Question

5x2=5x^2 4x2+4x^2

1. What values of a, b, and c would you use in the quadratic formula for the following equation? 5x2+9x=4

2. attachment

3. What are the approximate solutions of 2x2-x+10=0?

4. Solve the equation using the quadric formula. 4x2+3x-10=0

5. Solve the equation using the quadric formula. -x2+27=6x

6. Which method is the best method for solving the equation? 8x2-13x+3=0

7. How many solutions are there for 5x2+7x-4=0?

8. The perimeter of a rectangle is 54 cm. The area of the same rectangle is 176 cm2. What are the dimensions of the rectangle?

Answer 1

1.) a=5, b=9, c=-4
2.) C
3.) No solution
4.) x=-2, x=1.25
5.) x=-9, x=3
6.) quadratic formula
7.) 2
8.) 11cm by 16cm

100% for The Quadratic Formula and the Discriminant practice

Answer 2

1. The equation 5x^2+9x=4, can be rewritten as 5x^2+9x-4=0, where a=5 (the coefficient of the quadratic term), b = 9 (the coefficient of the linear term) and c = -4 (the independent term).

2. No attachment is shown.

3. To use the quadratic formula, the coefficients are: a = 2, b = -1 and c = 10. However, the discriminant, i. e., b^2 -4(a)(c) is negative, therefore, there is no real solution.

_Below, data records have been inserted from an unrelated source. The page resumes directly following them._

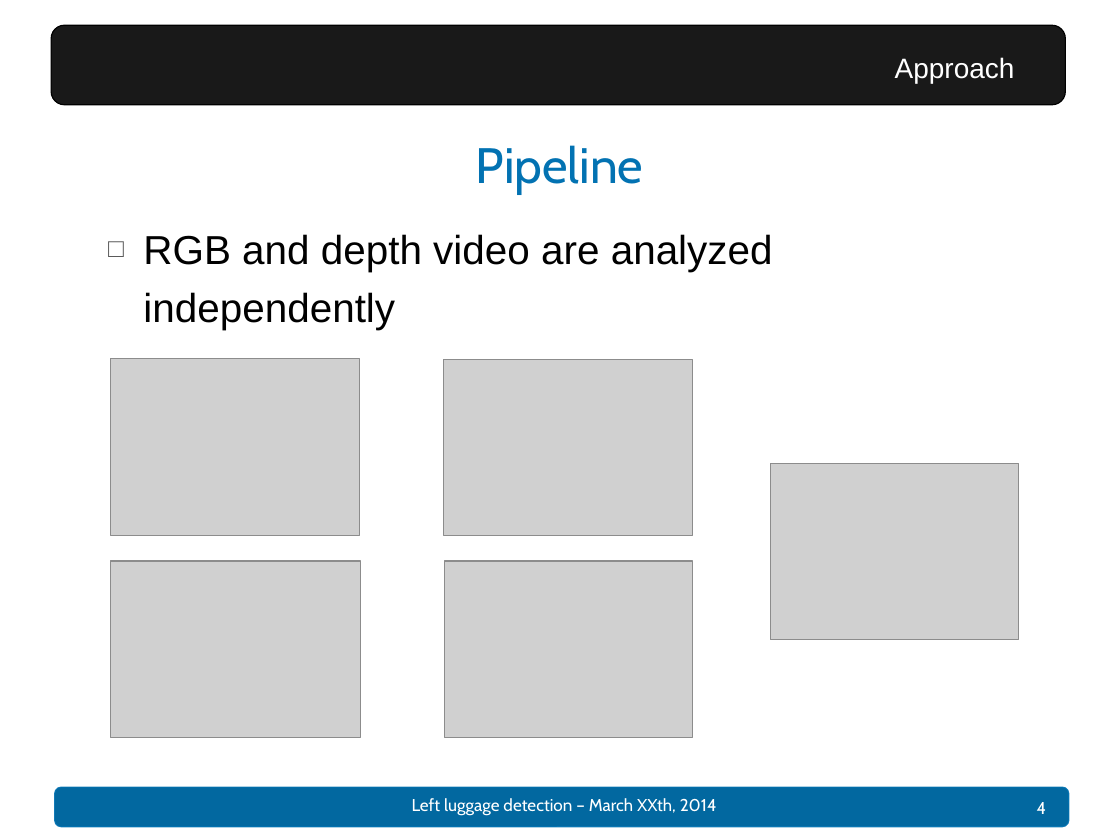
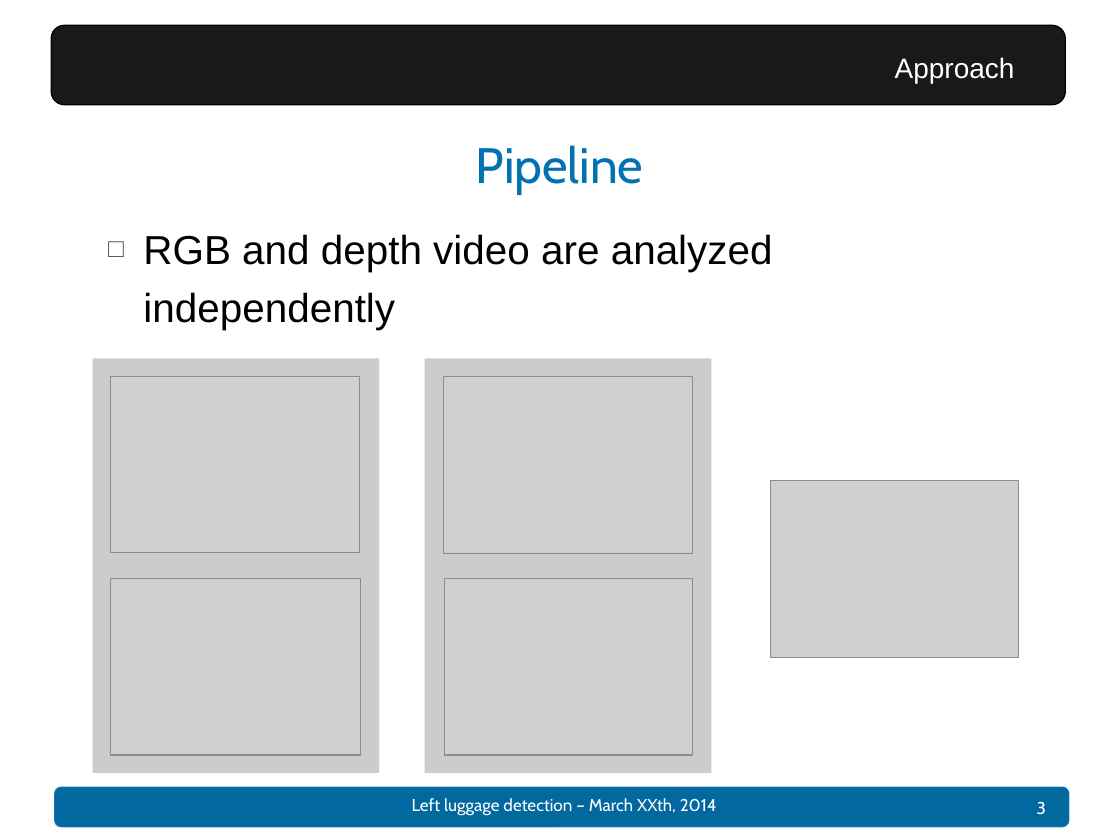
Before and after one commit to Dining-Engineers/left-luggage-detection, a slide deck: slide 3 of docs/Presentation - Left luggage detection.pptx (slide 4 before the commit). Drawn at 1120x840 pixels with LibreOffice and Linux fonts; fonts in the diff are those of the drawing; grey boxes stand for pictures; background and template pictures are left out. Boxes give left, top, right and bottom in pixels: in the first picture for what was removed or moved away, otherwise in the second. Text is boxed around its words. In the diff, an @@ line names an element or a change of style, - is before the commit and + after.

Commit message:
presentation

```diff
--- a/docs/Presentation - Left luggage detection.pptx
+++ b/docs/Presentation - Left luggage detection.pptx
@@ rectangle added at [93, 358, 380, 773], fill #CCCCCC @@
@@ rectangle added at [424, 358, 711, 773], fill #CCCCCC @@
@@ picture: place and size @@
-picture at [444, 360, 692, 535]
+picture at [444, 377, 692, 553]
@@ picture: place and size @@
-picture at [771, 464, 1019, 640]
+picture at [771, 480, 1019, 656]
@@ 3 pictures: place and size @@
-3 pictures at [110, 358, 692, 737]
+3 pictures at [110, 376, 692, 755]
@@ page number at [1037, 801, 1046, 815]: text changed @@
-4
+3
```
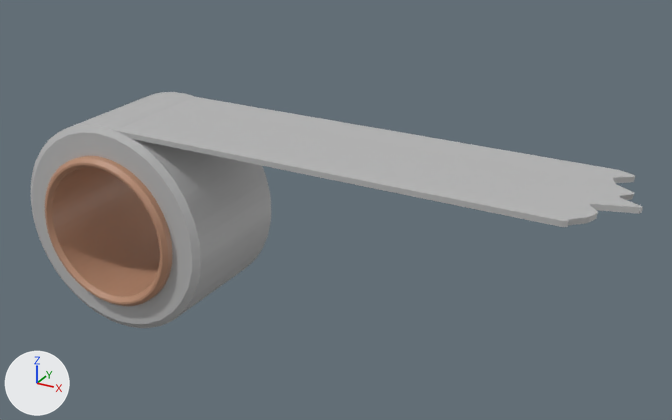
One commit to the FBX model Assets/Art/DuctTapePickup.fbx: the scene before it, then after it.
Before and after are seen from a 50 mm camera at (5.51, -6.35, 4.91) aimed at (1.9, 0.22, 1.62). The axes (+X, +Y, +Z) are drawn at lower left. The lights are the same throughout. Where no turn or scale is listed for an object, it has been applied to the vertices.
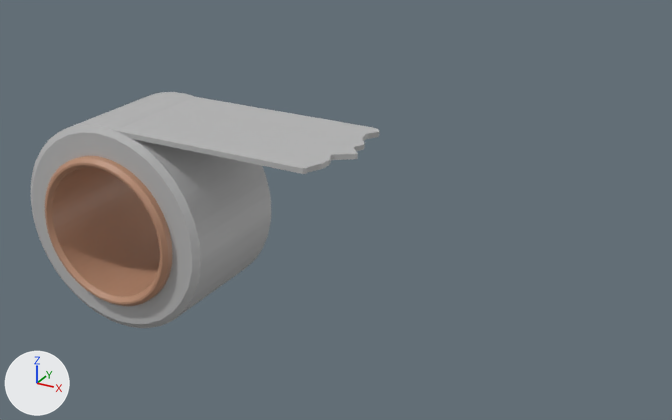
Scene script edits in JSON lines:
```json
{"op": "set", "path": "ob_cube_001.location", "old": "(2.215, 0.0, 2.286)", "new": "(1.117, 0.0, 2.286)"}
{"op": "set", "path": "ob_cube_001.scale", "old": "(2.32, 0.572, 0.0235)", "new": "(1.15, 0.572, 0.0235)"}
```

Location of each change, [x1, y1, x2, y2] in pixels of the pictures (672 x 420 px):
```json
{"object": "Cube.001", "change": "moved, rescaled", "before": [114, 97, 643, 227], "after": [114, 97, 380, 174], "on screen": "50% narrower, 40% shorter"}
```
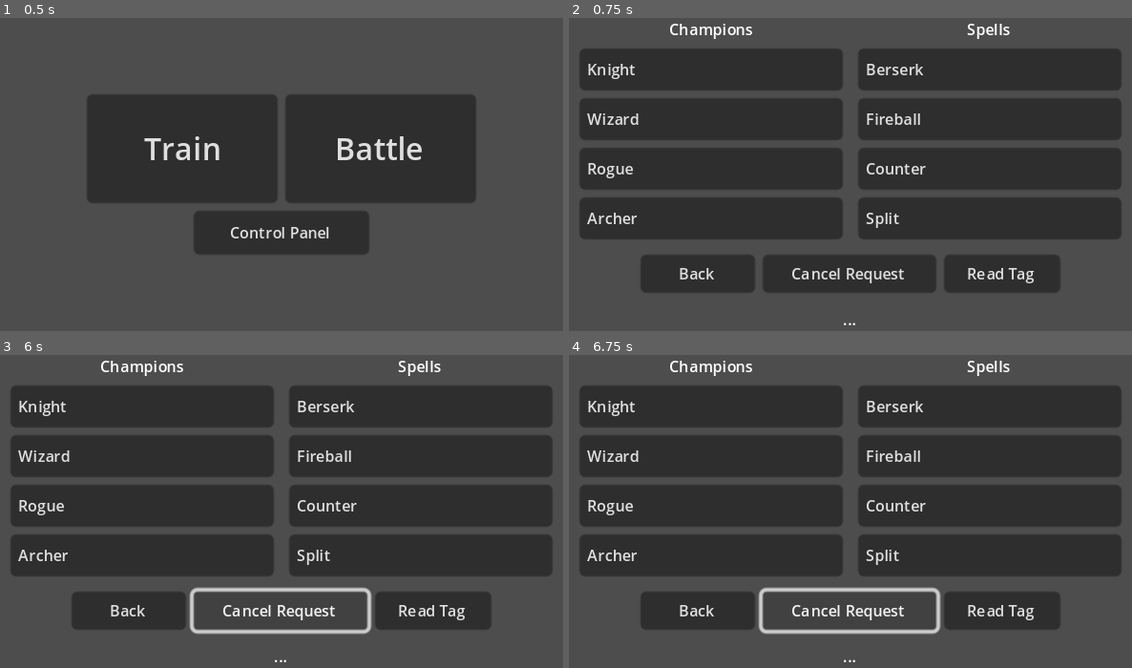
Above: before the commit, frames 1-4 (two rows, left to right).
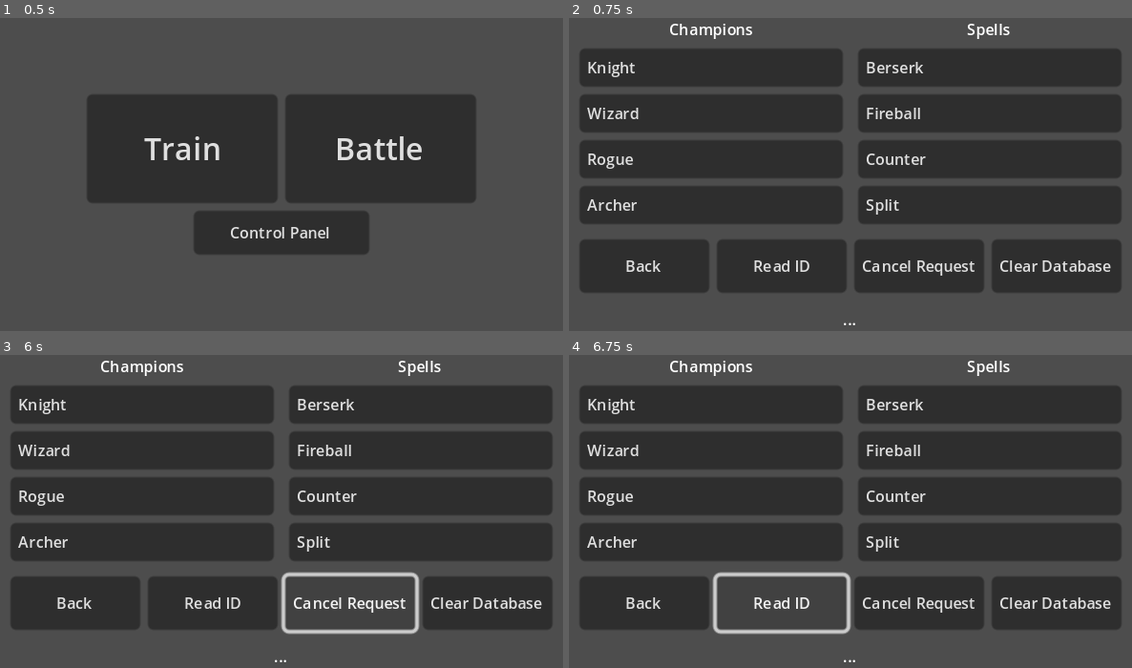
Above: after the commit, the same moments.

Repository: PixelPorridge/MakerLabGame
Game: Godot game, scene res://Scenes/Menu/Menu.tscn
The game is run twice, just before and just after one commit, with the same random seed, the same clock (stepped at 60 frames per second) and the same inputs.
Inputs (mouse positions are in pixels of both pictures, inside the frame that each line leads up to):
- Up to frame 1 (0.5 s): no input
- Up to frame 2 (0.75 s): click "Control Panel" at 0.5 s
- Up to frame 3 (6 s): click "Back" at 1.25 s; click "Train" at 2 s; click "Battle" at 2.75 s; click "Train" at 3.5 s; click "Battle" at 4.25 s; click "Control Panel" at 5 s; click "Cancel Request" at 5.75 s
- Up to frame 4 (6.75 s): click (782, 602) at 6.5 s, where only the run after the commit has a clickable "Read ID"

Frame 1 is identical in both runs. In frame 2, 22% of the frame differs, in the area x 2-98%, y 14-88%; in frame 3, 23%, in the area x 2-98%, y 14-90%; in frame 4, 23%.

Commit message:
Added button to clear database

Diff:
--- a/Scenes/Options/ControlPanel.gd
+++ b/Scenes/Options/ControlPanel.gd
@@ -109,6 +109,11 @@
 	get_tree().change_scene_to_file("res://Scenes/Menu/Menu.tscn")
 
 
+func _on_read_id_pressed():
+	if not request_node.get_http_client_status():
+		request_node.request(Server.URL + "/read-id")
+
+
 func _on_cancel_request_pressed():
 	if request_node.get_http_client_status():
 		request_node.cancel_request()
@@ -116,6 +121,6 @@
 		result_node.add_theme_color_override("font_color", Color.RED)
 
 
-func _on_read_tag_pressed():
+func _on_clear_database_pressed():
 	if not request_node.get_http_client_status():
-		request_node.request(Server.URL + "/read-tag")
+		request_node.request(Server.URL + "/clear-database")
--- a/Scenes/Options/ControlPanel.tscn
+++ b/Scenes/Options/ControlPanel.tscn
@@ -110,37 +110,37 @@
 text = "Split"
 alignment = 0
 
-[node name="MarginContainer" type="MarginContainer" parent="MarginContainer/VBoxContainer"]
-layout_mode = 2
-size_flags_horizontal = 3
-theme_override_constants/margin_left = 32
-theme_override_constants/margin_right = 32
-
-[node name="HBoxContainer" type="HBoxContainer" parent="MarginContainer/VBoxContainer/MarginContainer"]
+[node name="HBoxContainer2" type="HBoxContainer" parent="MarginContainer/VBoxContainer"]
 layout_mode = 2
 size_flags_vertical = 3
 theme_override_constants/separation = 4
 
-[node name="Back" type="Button" parent="MarginContainer/VBoxContainer/MarginContainer/HBoxContainer"]
+[node name="Back" type="Button" parent="MarginContainer/VBoxContainer/HBoxContainer2"]
 layout_mode = 2
 size_flags_horizontal = 3
 size_flags_vertical = 3
 theme_override_font_sizes/font_size = 8
 text = "Back"
 
-[node name="CancelRequest" type="Button" parent="MarginContainer/VBoxContainer/MarginContainer/HBoxContainer"]
-layout_mode = 2
-size_flags_horizontal = 3
-size_flags_stretch_ratio = 1.5
-theme_override_font_sizes/font_size = 8
-text = "Cancel Request"
-
-[node name="ReadTag" type="Button" parent="MarginContainer/VBoxContainer/MarginContainer/HBoxContainer"]
+[node name="ReadID" type="Button" parent="MarginContainer/VBoxContainer/HBoxContainer2"]
 layout_mode = 2
 size_flags_horizontal = 3
 size_flags_vertical = 3
 theme_override_font_sizes/font_size = 8
-text = "Read Tag"
+text = "Read ID"
+
+[node name="CancelRequest" type="Button" parent="MarginContainer/VBoxContainer/HBoxContainer2"]
+layout_mode = 2
+size_flags_horizontal = 3
+theme_override_font_sizes/font_size = 8
+text = "Cancel Request"
+
+[node name="ClearDatabase" type="Button" parent="MarginContainer/VBoxContainer/HBoxContainer2"]
+layout_mode = 2
+size_flags_horizontal = 3
+size_flags_vertical = 3
+theme_override_font_sizes/font_size = 8
+text = "Clear Database"
 
 [node name="Result" type="Label" parent="MarginContainer/VBoxContainer"]
 layout_mode = 2
@@ -159,6 +159,7 @@
 [connection signal="pressed" from="MarginContainer/VBoxContainer/HBoxContainer/VBoxContainer2/Fireball" to="." method="_on_fireball_pressed"]
 [connection signal="pressed" from="MarginContainer/VBoxContainer/HBoxContainer/VBoxContainer2/Counter" to="." method="_on_counter_pressed"]
 [connection signal="pressed" from="MarginContainer/VBoxContainer/HBoxContainer/VBoxContainer2/Split" to="." method="_on_split_pressed"]
-[connection signal="pressed" from="MarginContainer/VBoxContainer/MarginContainer/HBoxContainer/Back" to="." method="_on_back_pressed"]
-[connection signal="pressed" from="MarginContainer/VBoxContainer/MarginContainer/HBoxContainer/CancelRequest" to="." method="_on_cancel_request_pressed"]
-[connection signal="pressed" from="MarginContainer/VBoxContainer/MarginContainer/HBoxContainer/ReadTag" to="." method="_on_read_tag_pressed"]
+[connection signal="pressed" from="MarginContainer/VBoxContainer/HBoxContainer2/Back" to="." method="_on_back_pressed"]
+[connection signal="pressed" from="MarginContainer/VBoxContainer/HBoxContainer2/ReadID" to="." method="_on_read_id_pressed"]
+[connection signal="pressed" from="MarginContainer/VBoxContainer/HBoxContainer2/CancelRequest" to="." method="_on_cancel_request_pressed"]
+[connection signal="pressed" from="MarginContainer/VBoxContainer/HBoxContainer2/ClearDatabase" to="." method="_on_clear_database_pressed"]

4. You have to use the quadratic formula, with a = 4, b = 3 and c = -10, as follows:

`x = (-b \pm √(b^2 - 4(a)(c)))/(2(a))`

`x = (-3 \pm √(3^2 - 4(4)(-10)))/(2(4))`

`x = (-3 \pm √(169))/(8)`

`x_1 = (-3 + 13)/(8)`

`x_1 = (5)/(4)`

`x_2 = (-3 - 13)/(8)`

`x_2 = -2`

5. Rewriting the formula, so that all the terms are on one side and ordering the polynomial expression, gives: -x2-6x+27=0. Here a = -1, b = -6 and c = 27. Using the quadratic formula gives

`x = (-b \pm √(b^2 - 4(a)(c)))/(2(a))`

`x = (6 \pm √(6^2 - 4(-1)(27)))/(2(-1))`

`x = (6 \pm √(144))/(-2)`

`x_1 = (6 + 12)/(-2)`

`x_1 = -9`

`x_2 = (6 - 12)/(-2)`

`x_2 = 3`

6. When the second grade polynomial has all of its coefficients (a, b and c) different than zero, like this case, the best method for solving the equation is the quadratic formula .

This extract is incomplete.